1. **Be conservative with references** - Only mark needs_reference=true if really necessary
2. **Generic is better** - If a generic version works for the story, use it
3. **Check every asset** - Every character/location/object must have needs_reference field
4. **Top-level flag** - Set needs_references=true if ANY asset needs a reference

## Workflow Impact

**If needs_references = false:**
- Stage 5 (reference search) will be SKIPPED
- Proceed directly to Stage 6 (characteristic shot)

**If needs_references = true:**
- Stage 5 will search for each asset with needs_reference=true
- User will select best reference images
- References used in Stage 6 (characteristic shot)

## Output Files

You must create TWO files:

1. **assets.json** — The structured asset data (format above)
2. **user_message.txt** — A friendly message explaining your findings and providing guidance

Check that JSON is valid before finishing!
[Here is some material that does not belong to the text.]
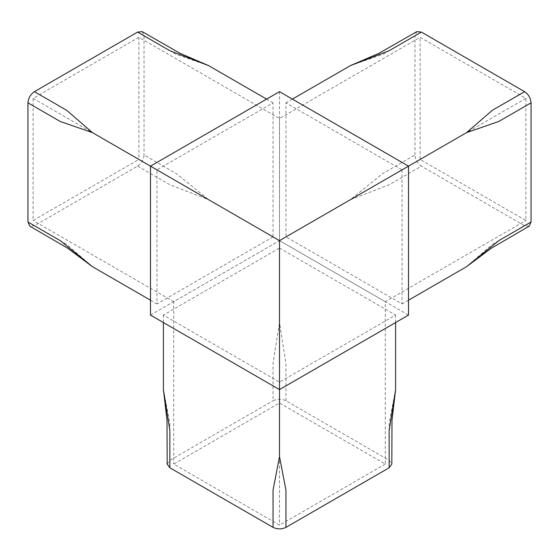 <?xml version="1.0" encoding="UTF-8"?>
<svg xmlns="http://www.w3.org/2000/svg" width="559" height="559" viewBox="0 0 559 559"><rect width="100%" height="100%" fill="white"/><g stroke="black" fill="none" stroke-linecap="round" stroke-linejoin="round"><path stroke-width="0.42" stroke-dasharray="2.79 2.1" d="M279.5 91.669L279.5 240.629L138.891 159.448L33.107 220.519L33.107 98.37L138.891 37.299L279.5 118.48L420.109 37.299L525.893 98.37L525.893 220.519L420.109 159.448L420.109 37.299M150.497 315.101L279.5 240.629L279.5 118.48M138.891 37.299L138.891 159.448M273.051 236.904L156.953 303.928L156.953 169.866L273.051 102.842L273.051 236.904L208.549 199.661L176.302 173.597L144.047 154.976C143.642 159.706 141.49 163.431 137.598 166.149L34.399 225.731L29.837 226.178M525.893 98.37L279.5 240.622L408.503 315.101M279.5 248.07L395.597 315.101L279.5 382.132L163.403 315.101L279.5 248.07L279.5 322.55L273.051 363.518L273.051 400.754C277.348 398.742 281.652 398.742 285.949 400.754L389.148 460.336L391.824 464.061M402.047 169.866L402.047 303.928L285.949 236.904L285.949 102.842L402.047 169.866L408.503 166.149M408.503 300.204L402.047 303.928M350.451 199.661L389.148 184.763L421.402 166.149C417.51 163.431 415.358 159.706 414.953 154.976L382.698 173.597L350.451 199.661L285.949 236.904M529.163 226.178L524.601 225.731L421.402 166.149M498.698 240.684L492.353 244.346L466.548 266.692M292.399 99.118L285.949 102.842M350.451 65.599L382.698 54.433L414.953 35.811L416.839 31.632M414.953 154.976L414.953 35.811M395.597 322.55L395.597 315.101M395.597 389.581L389.148 423.093L389.148 460.336M285.949 400.754L285.949 363.518L279.5 322.55M279.5 389.581L279.5 382.132M163.403 322.55L163.403 315.101M167.176 464.061L169.852 460.336L273.051 400.754M169.852 460.336L169.852 423.093L163.403 389.581M385.277 464.061L279.5 525.132L173.723 464.061L279.5 402.99L385.277 464.061L385.277 301.699L525.893 220.519M150.497 300.204L156.953 303.928M92.452 266.692L66.647 244.346L34.399 225.731M137.598 166.149L169.852 184.763L208.549 199.661M150.497 166.149L156.953 169.866M266.601 99.118L273.051 102.842M142.161 31.632L144.047 35.811L144.047 154.976M144.047 35.811L176.302 54.433L208.549 65.599M385.277 301.699L279.5 240.622L279.5 525.132M33.107 98.37L279.5 240.622L173.723 301.699L173.723 464.061M173.723 301.699L33.107 220.519M420.109 159.448L279.5 240.622L279.5 402.99"/><path stroke-width="0.84" d="M27.95 222.007L60.197 240.622L92.452 266.692L67.667 248.217L29.837 226.178L27.95 222.007L27.95 102.842C28.362 98.111 30.507 94.387 34.399 91.669L66.647 110.291L92.452 132.63L150.497 166.149L150.497 315.101L279.5 389.581L408.503 315.101L408.503 166.149L279.5 91.669L150.497 166.149L279.5 240.622L466.548 132.63L492.353 110.291L524.601 91.669C528.493 94.387 530.638 98.111 531.05 102.842L531.05 222.007L529.163 226.178L491.333 248.217L466.548 266.692L408.503 300.204M389.148 467.785L389.148 430.542L395.597 389.581L391.992 420.284L391.824 464.061L389.148 467.785L285.949 527.368C281.652 529.373 277.348 529.373 273.051 527.368L273.051 490.124L279.5 456.612L279.5 240.622M531.05 102.842L498.803 121.457L466.548 132.63M466.548 266.692L498.803 240.622L531.05 222.007M524.601 225.731L498.698 240.684M350.451 65.599L378.841 53.378L416.839 31.632L421.402 32.087L389.148 50.708L350.451 65.599L292.399 99.118M421.402 32.087L524.601 91.669M395.597 389.581L395.597 322.55M279.5 456.612L285.949 490.124L285.949 527.368M163.403 389.581L169.852 430.542L169.852 467.785L167.176 464.061L167.008 420.284L163.403 389.581L163.403 322.55M273.051 527.368L169.852 467.785M92.452 266.692L150.497 300.204M92.452 132.63L60.197 121.457L27.95 102.842M208.549 65.599L169.852 50.708L137.598 32.087L142.161 31.632L180.159 53.378L208.549 65.599L266.601 99.118M34.399 91.669L137.598 32.087"/></g></svg>
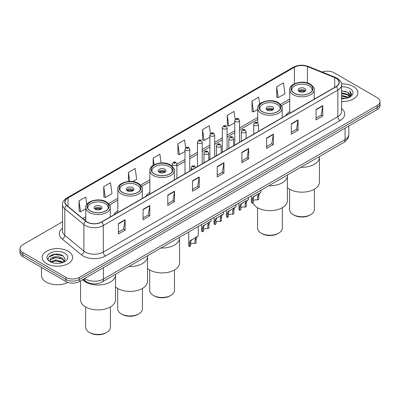 <?xml version="1.0" encoding="UTF-8"?>
<svg xmlns="http://www.w3.org/2000/svg" width="400" height="400" viewBox="0 0 400 400"><rect width="100%" height="100%" fill="white"/><g stroke="black" fill="none" stroke-linecap="round" stroke-linejoin="round"><path stroke-width="0.6" d="M117.83 210.855A16.835 9.72 0 0 0 113.885 214.835M149.86 192.36A16.835 9.72 0 0 0 145.915 196.345M289.74 111.6A16.835 9.72 0 0 0 285.795 115.585M90.06 283.335A9.53 5.5 180 0 1 85.515 281.32L83.145 279.37M58.65 254.27A12.705 7.335 0 0 0 51.215 255.155M62.505 221.78L22.79 244.71A9.53 5.5 0 0 0 20 248.6L20 252.75A9.53 5.5 0 0 0 22.79 256.64L65.915 281.54A9.53 5.5 0 0 0 79.39 281.54L377.21 109.595A9.53 5.5 0 0 0 380 105.705L380 103.63A9.53 5.5 0 0 1 377.21 107.52A9.53 5.5 0 0 0 380 103.63L380 101.555A9.53 5.5 0 0 0 377.21 97.665L334.085 72.765A9.53 5.5 0 0 0 322.155 72.045M20 248.6A9.53 5.5 0 0 0 22.79 252.49L65.915 277.39A9.53 5.5 0 0 0 79.39 277.39L79.39 279.465L377.21 107.52L79.39 279.465A9.53 5.5 0 0 1 65.915 279.465A9.53 5.5 0 0 0 79.39 279.465L79.39 281.54M22.79 252.49L22.79 254.565L65.915 279.465L22.79 254.565A9.53 5.5 0 0 1 20 250.675A9.53 5.5 0 0 0 22.79 254.565L22.79 256.64M353.4 86.51A15.245 8.8 0 0 0 341.51 83.955A15.245 8.8 0 0 1 353.4 86.51A15.245 8.8 0 0 1 357.865 92.735A15.245 8.8 0 0 0 353.4 86.51M68.16 251.195A15.245 8.8 0 0 0 51.545 249.285A15.245 8.8 0 0 0 42.135 257.42A15.245 8.8 0 0 0 46.6 263.645A15.245 8.8 0 0 0 63.215 265.55A15.245 8.8 0 0 0 72.625 257.42A15.245 8.8 0 0 0 68.16 251.195A15.245 8.8 0 0 0 51.545 249.285A15.245 8.8 0 0 0 42.135 257.42A15.245 8.8 0 0 0 46.6 263.645A15.245 8.8 0 0 0 63.215 265.55A15.245 8.8 0 0 0 72.625 257.42A15.245 8.8 0 0 0 68.16 251.195M336.06 78.265A10.165 5.87 180 0 1 339.04 82.415A10.165 5.87 180 0 1 336.06 86.565L101.49 221.99A10.165 5.87 180 0 1 85.975 221.21L66.885 205.465A10.165 5.87 180 0 1 65.05 202.1A10.165 5.87 180 0 1 68.025 197.95L294.42 67.24A10.165 5.87 180 0 1 307.44 66.585L334.705 77.605A10.165 5.87 180 0 1 336.06 78.265M336.24 78.16A10.42 6.015 0 0 0 334.85 77.485L307.585 66.465A10.42 6.015 0 0 0 294.245 67.14L67.845 197.85A10.42 6.015 0 0 0 66.68 205.55L85.77 221.295A10.42 6.015 0 0 0 101.67 222.095L336.24 86.665A10.42 6.015 0 0 0 336.24 78.16M118.38 223.625L118.38 234L125.12 230.11L125.12 219.735L118.38 223.625M118.38 232.16L123.57 229.165L125.09 220.08A2.54 1.465 -120 0 0 125.12 219.735M123.525 229.19L125.12 230.11M143.085 209.365L143.085 219.735L149.825 215.845L149.825 205.475L143.085 209.365M143.085 217.895L148.275 214.9L149.795 205.815A2.54 1.465 -120 0 0 149.825 205.475M148.23 214.925L149.825 215.845M167.79 195.1L167.79 205.475L174.53 201.585L174.53 191.21L167.79 195.1M167.79 203.63L172.98 200.635L174.505 191.555A2.54 1.465 -120 0 0 174.53 191.21M172.935 200.66L174.53 201.585M192.5 180.835L192.5 191.21L199.235 187.32L199.235 176.945L192.5 180.835M192.5 189.37L197.69 186.37L199.21 177.29A2.54 1.465 -120 0 0 199.235 176.945M197.64 186.4L199.235 187.32M316.03 109.515L316.03 119.89L322.765 116L322.765 105.625L316.03 109.515M316.03 118.05L321.22 115.055L322.74 105.97A2.54 1.465 -120 0 0 322.765 105.625M321.17 115.08L322.765 116M291.32 123.78L291.32 134.155L298.06 130.265L298.06 119.89L291.32 123.78M291.32 132.315L296.51 129.315L298.035 120.235A2.54 1.465 -120 0 0 298.06 119.89M296.465 129.345L298.06 130.265M266.615 138.045L266.615 148.415L273.355 144.525L273.355 134.155L266.615 138.045M266.615 146.575L271.805 143.58L273.325 134.5A2.54 1.465 -120 0 0 273.355 134.155M271.76 143.605L273.355 144.525M241.91 152.305L241.91 162.68L248.65 158.79L248.65 148.415L241.91 152.305M241.91 160.84L247.1 157.845L248.62 148.76A2.54 1.465 -120 0 0 248.65 148.415M247.055 157.87L248.65 158.79M217.205 166.57L217.205 176.945L223.94 173.055L223.94 162.68L217.205 166.57M217.205 175.105L222.395 172.11L223.915 163.025A2.54 1.465 -120 0 0 223.94 162.68M222.35 172.135L223.94 173.055M341.58 101.52A15.245 8.8 0 0 0 357.865 92.735A15.245 8.8 0 0 1 341.58 101.52M79.39 277.39L377.21 105.445A9.53 5.5 0 0 0 380 101.555M132.78 181.59L136.7 179.33L135.18 168.49L128.445 172.38L128.445 181.47M103.735 186.645L105.26 197.485L111.995 193.595L110.475 182.755L103.735 186.645L103.845 196.955M86.81 204.43L85.77 197.02L79.03 200.91L79.14 211.22M210.41 133.62L209.3 125.7L202.56 129.59L202.67 139.9M235.13 119.455L234.005 111.435L227.265 115.325L227.375 125.635M259.675 104.06L258.71 97.17L251.97 101.06L252.08 111.37M276.68 86.795L278.2 97.635L284.935 93.745L283.415 82.905L276.68 86.795L276.785 97.11M161.11 162.94L159.885 154.225L153.15 158.115L153.15 165.28M185.695 147.83L184.59 139.965L177.855 143.855L177.965 154.165M177.855 143.855L179.375 154.69L184.995 151.445M179.375 154.69L177.855 154.125M202.56 129.59L204.08 140.43L209.88 137.08M204.08 140.43L202.56 139.86M227.265 115.325L228.785 126.165L234.765 122.71M228.785 126.165L227.265 125.595M251.97 101.06L253.495 111.9L257.71 109.465M253.495 111.9L251.97 111.33M278.2 97.635L276.68 97.07M153.15 158.115L154.075 164.73M128.445 172.38L129.71 181.41M105.26 197.485L103.735 196.915M79.03 200.91L80.55 211.745L85.805 208.715M80.55 211.745L79.03 211.18M341.58 97.975L345.43 98.49M341.58 98.62L343.35 98.7M341.58 95.38L347.7 96.935L348.575 97.63M341.58 96.03L348.045 97.83M341.58 92.785L347.7 94.345L349.555 96.41M341.58 93.435L347.7 94.99L349.385 96.72M348.615 97.615A7.18 4.145 0 0 0 349.8 95.33A7.18 4.145 0 0 0 347.7 92.4L349.795 95.485M341.58 98.685A10.355 5.98 0 0 0 349.945 96.965A10.355 5.98 0 0 0 349.945 88.51A10.355 5.98 0 0 0 341.58 86.785M347.7 92.4L341.58 90.81M349.315 97.3L351.45 94.57L351.52 93.925L349.74 90.845L350.78 94.29L348.73 97.565M349.74 90.845L351.515 94.05M341.58 90.985L346.17 91.6M341.58 93.58L345.955 94.13M341.58 96.17L345.955 96.725M300.835 167.25A17.47 10.085 0 0 0 319.44 157.185A17.47 10.085 180 0 1 314.32 164.315A17.47 10.085 180 0 1 300.835 167.25M309.605 84.305A10.8 6.235 0 0 0 297.835 82.955A10.8 6.235 0 0 0 291.17 88.715A10.8 6.235 0 0 0 294.33 93.125A10.8 6.235 0 0 0 306.1 94.475A10.8 6.235 0 0 0 312.77 88.715A10.8 6.235 0 0 0 309.605 84.305M291.97 91.075A10.165 5.87 180 0 1 291.805 90.015A10.165 5.87 180 0 1 298.08 84.59A10.165 5.87 180 0 1 309.155 85.865A10.165 5.87 180 0 1 312.13 90.015A10.165 5.87 180 0 1 311.965 91.075M304.665 88.455A3.81 2.2 0 0 0 300.51 87.98A3.81 2.2 0 0 0 298.155 90.015A3.81 2.2 0 0 0 299.275 91.57A3.81 2.2 0 0 0 303.425 92.045A3.81 2.2 0 0 0 305.78 90.015A3.81 2.2 0 0 0 304.665 88.455M305.44 90.92A3.81 2.2 0 0 0 304.665 90.27A3.81 2.2 0 0 0 298.495 90.92M298.89 91.31A5.08 2.935 180 0 1 304.825 91.215L304.825 91.47M299.305 91.59A4.445 2.565 180 0 1 304.365 91.48L304.825 91.215M304.29 91.76L304.365 91.48M287.41 187.655A17.47 10.085 -0 0 0 314.32 189.215A17.47 10.085 -0 0 0 319.44 182.08L319.44 156.505M289.58 189.195L289.58 209.57A12.39 7.15 -0 0 0 293.21 214.63A12.39 7.15 -0 0 0 310.73 214.63L310.73 214.63A12.39 7.15 -0 0 0 314.355 209.57L314.355 189.195M293.21 214.63L294.105 215.145A11.115 6.42 -0 0 0 309.83 215.15L310.73 214.63L309.83 215.145A11.115 6.42 -0 0 0 309.83 215.145M41.5 267.44L41.5 275.575A15.88 9.17 0 0 0 46.15 282.055A15.88 9.17 0 0 0 67.93 282.425M55.645 263.315L58.065 263.385M50.895 261.795L55.52 260.03L62.455 261.65L63.295 262.325M51.32 262.24L55.52 260.855L62.61 262.58M50.97 262.115L50.225 260.375A7.18 4.145 0 0 0 51.385 262.295M64.52 261.21L62.455 258.36C58.145 255.145 49.28 257.13 50.225 260.375L50.2 260.06M50.245 260.475L50.445 259.94L55.52 257.56L62.455 259.18L64.355 261.42M63.54 262.225L65.165 259.04L63.11 255.945C55.845 250.725 42.93 257.605 50.39 261.825L50.76 262.05M64.705 253.19A10.355 5.98 0 0 0 50.055 253.19A10.355 5.98 0 0 0 50.055 261.645A10.355 5.98 0 0 0 64.705 261.645A10.355 5.98 0 0 0 64.705 253.19M48.875 256.985L54.955 254.49L62.97 255.855M52.675 258.195L54.955 257.785L60.68 258.275M52.675 261.49L54.955 261.075L60.68 261.57M268.805 185.74A17.47 10.085 0 0 0 287.41 175.675A17.47 10.085 180 0 1 282.295 182.805A17.47 10.085 180 0 1 268.805 185.74M277.575 102.8A10.8 6.235 0 0 0 265.81 101.445A10.8 6.235 0 0 0 259.14 107.205A10.8 6.235 0 0 0 262.305 111.615A10.8 6.235 0 0 0 274.075 112.97A10.8 6.235 0 0 0 280.74 107.205A10.8 6.235 0 0 0 277.575 102.8M259.945 109.565A10.165 5.87 180 0 1 259.775 108.505A10.165 5.87 180 0 1 266.05 103.085A10.165 5.87 180 0 1 277.125 104.355A10.165 5.87 180 0 1 280.105 108.505A10.165 5.87 180 0 1 279.935 109.565M272.635 106.95A3.81 2.2 0 0 0 268.48 106.47A3.81 2.2 0 0 0 266.13 108.505A3.81 2.2 0 0 0 267.245 110.06A3.81 2.2 0 0 0 271.4 110.535A3.81 2.2 0 0 0 273.75 108.505A3.81 2.2 0 0 0 272.635 106.95M273.415 109.41A3.81 2.2 0 0 0 272.635 108.765A3.81 2.2 0 0 0 266.47 109.41M266.86 109.8A5.08 2.935 180 0 1 272.795 109.71L272.795 109.96M267.28 110.08A4.445 2.565 180 0 1 272.34 109.975L272.795 109.71M272.265 110.25L272.34 109.975M252.875 202.725A17.47 10.085 -0 0 0 265.025 210.25A17.47 10.085 -0 0 0 282.295 207.705A17.47 10.085 -0 0 0 287.41 200.57L287.41 175M257.555 207.685L257.555 228.065A12.39 7.15 -0 0 0 261.18 233.12A12.39 7.15 -0 0 0 278.7 233.12L278.7 233.12A12.39 7.15 -0 0 0 282.33 228.065L282.33 207.685M261.18 233.12L262.08 233.64A11.115 6.42 -0 0 0 277.8 233.64L278.7 233.12L277.8 233.64M160.955 248.01A17.47 10.085 0 0 0 179.555 237.945A17.47 10.085 180 0 1 174.44 245.075A17.47 10.085 180 0 1 160.955 248.01M169.725 165.065A10.8 6.235 0 0 0 157.955 163.715A10.8 6.235 0 0 0 151.29 169.475A10.8 6.235 0 0 0 154.45 173.885A10.8 6.235 0 0 0 166.22 175.235A10.8 6.235 0 0 0 172.885 169.475A10.8 6.235 0 0 0 169.725 165.065M152.09 171.835A10.165 5.87 180 0 1 151.925 170.77A10.165 5.87 180 0 1 158.2 165.35A10.165 5.87 180 0 1 169.275 166.625A10.165 5.87 180 0 1 172.25 170.77A10.165 5.87 180 0 1 172.085 171.835M164.785 169.215A3.81 2.2 0 0 0 160.63 168.74A3.81 2.2 0 0 0 158.275 170.77A3.81 2.2 0 0 0 159.39 172.33A3.81 2.2 0 0 0 163.545 172.805A3.81 2.2 0 0 0 165.9 170.77A3.81 2.2 0 0 0 164.785 169.215M165.56 171.68A3.81 2.2 0 0 0 164.785 171.03A3.81 2.2 0 0 0 158.615 171.68M159.01 172.07A5.08 2.935 180 0 1 164.945 171.975L164.945 172.23M159.425 172.345A4.445 2.565 180 0 1 164.485 172.24L164.945 171.975M164.41 172.515L164.485 172.24M147.53 268.415A17.47 10.085 -0 0 0 174.44 269.97A17.47 10.085 -0 0 0 179.555 262.84L179.555 237.265M149.7 269.95L149.7 290.33A12.39 7.15 -0 0 0 153.33 295.39A12.39 7.15 -0 0 0 170.845 295.39L170.845 295.39A12.39 7.15 -0 0 0 174.475 290.33L174.475 269.95M153.33 295.39L154.225 295.905A11.115 6.42 -0 0 0 169.95 295.905L170.845 295.39L169.95 295.905M128.925 266.5A17.47 10.085 0 0 0 147.53 256.435A17.47 10.085 180 0 1 142.415 263.565A17.47 10.085 180 0 1 128.925 266.5M137.695 183.56A10.8 6.235 0 0 0 125.925 182.205A10.8 6.235 0 0 0 119.26 187.965A10.8 6.235 0 0 0 122.425 192.375A10.8 6.235 0 0 0 134.19 193.725A10.8 6.235 0 0 0 140.86 187.965A10.8 6.235 0 0 0 137.695 183.56M120.065 190.325A10.165 5.87 180 0 1 119.895 189.265A10.165 5.87 180 0 1 126.17 183.84A10.165 5.87 180 0 1 137.245 185.115A10.165 5.87 180 0 1 140.225 189.265A10.165 5.87 180 0 1 140.055 190.325M132.755 187.705A3.81 2.2 0 0 0 128.6 187.23A3.81 2.2 0 0 0 126.25 189.265A3.81 2.2 0 0 0 127.365 190.82A3.81 2.2 0 0 0 131.52 191.295A3.81 2.2 0 0 0 133.87 189.265A3.81 2.2 0 0 0 132.755 187.705M133.53 190.17A3.81 2.2 0 0 0 132.755 189.525A3.81 2.2 0 0 0 126.585 190.17M126.98 190.56A5.08 2.935 180 0 1 132.915 190.465L132.915 190.72M127.395 190.84A4.445 2.565 180 0 1 132.455 190.73L132.915 190.465M132.38 191.01L132.455 190.73M115.5 286.905A17.47 10.085 -0 0 0 142.415 288.465A17.47 10.085 -0 0 0 147.53 281.33L147.53 255.76M117.67 288.445L117.67 308.82A12.39 7.15 -0 0 0 121.3 313.88A12.39 7.15 -0 0 0 138.82 313.88L138.82 313.88A12.39 7.15 -0 0 0 142.445 308.82L142.445 288.445M121.3 313.88L122.2 314.4A11.115 6.42 -0 0 0 137.92 314.4L138.82 313.88L137.92 314.4M85.68 282.055A17.47 10.085 0 0 0 104.715 284.245A17.47 10.085 0 0 0 115.5 274.925A17.47 10.085 180 0 1 110.385 282.055A17.47 10.085 180 0 1 82.62 279.675A17.47 10.085 0 0 0 85.68 282.055M105.67 202.05A10.8 6.235 0 0 0 93.9 200.695A10.8 6.235 0 0 0 87.23 206.46A10.8 6.235 0 0 0 90.395 210.865A10.8 6.235 0 0 0 102.165 212.22A10.8 6.235 0 0 0 108.83 206.46A10.8 6.235 0 0 0 105.67 202.05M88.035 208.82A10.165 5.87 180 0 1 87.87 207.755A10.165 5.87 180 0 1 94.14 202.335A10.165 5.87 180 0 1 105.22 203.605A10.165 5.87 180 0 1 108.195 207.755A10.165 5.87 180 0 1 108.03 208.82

## User Message File (user_message.txt)

After creating `assets.json`, write `user_message.txt` — a friendly message to the user.

This message should explain (2-3 paragraphs):

**1. What you identified:**
- How many characters, locations, objects
- Whether reference images are needed (and for what)
- Key visual details that will define the look (clothing, setting, lighting)
- Any characters with dialogue — their voice/delivery style

**2. Generation challenges or considerations:**
- Assets that might be tricky for AI to generate consistently
- Visual details that need to stay consistent across scenes (same clothing, same dog breed, etc.)
- Any state changes that could be problematic (object transformations, lighting shifts)
- Whether character appearances are distinct enough to avoid confusion

**3. Specific suggestions for user:**

When to **Accept**:
- The character descriptions match your vision
- Location and lighting choices feel right
- The reference image decision (skip or search) makes sense
- You're ready to proceed to characteristic shot generation

When to **Refine** (examples):
- "Dave should look older/younger/more rugged"
- "The location should be [different time of day/weather/season]"
- "Add [specific prop] that's important to the story"
- "The dog should be [different breed] — it matters for the joke"
- "Paul's clothing should be more [specific style] to contrast with Dave"
- "[Character X] needs a reference image because [reason]"

When to **Regenerate** (examples):
- "The character descriptions don't match the tone of the story at all"
- "You missed important visual elements from the script"
- "The locations are wrong — this should be set in [different environment]"
- "Start over with a completely different visual approach"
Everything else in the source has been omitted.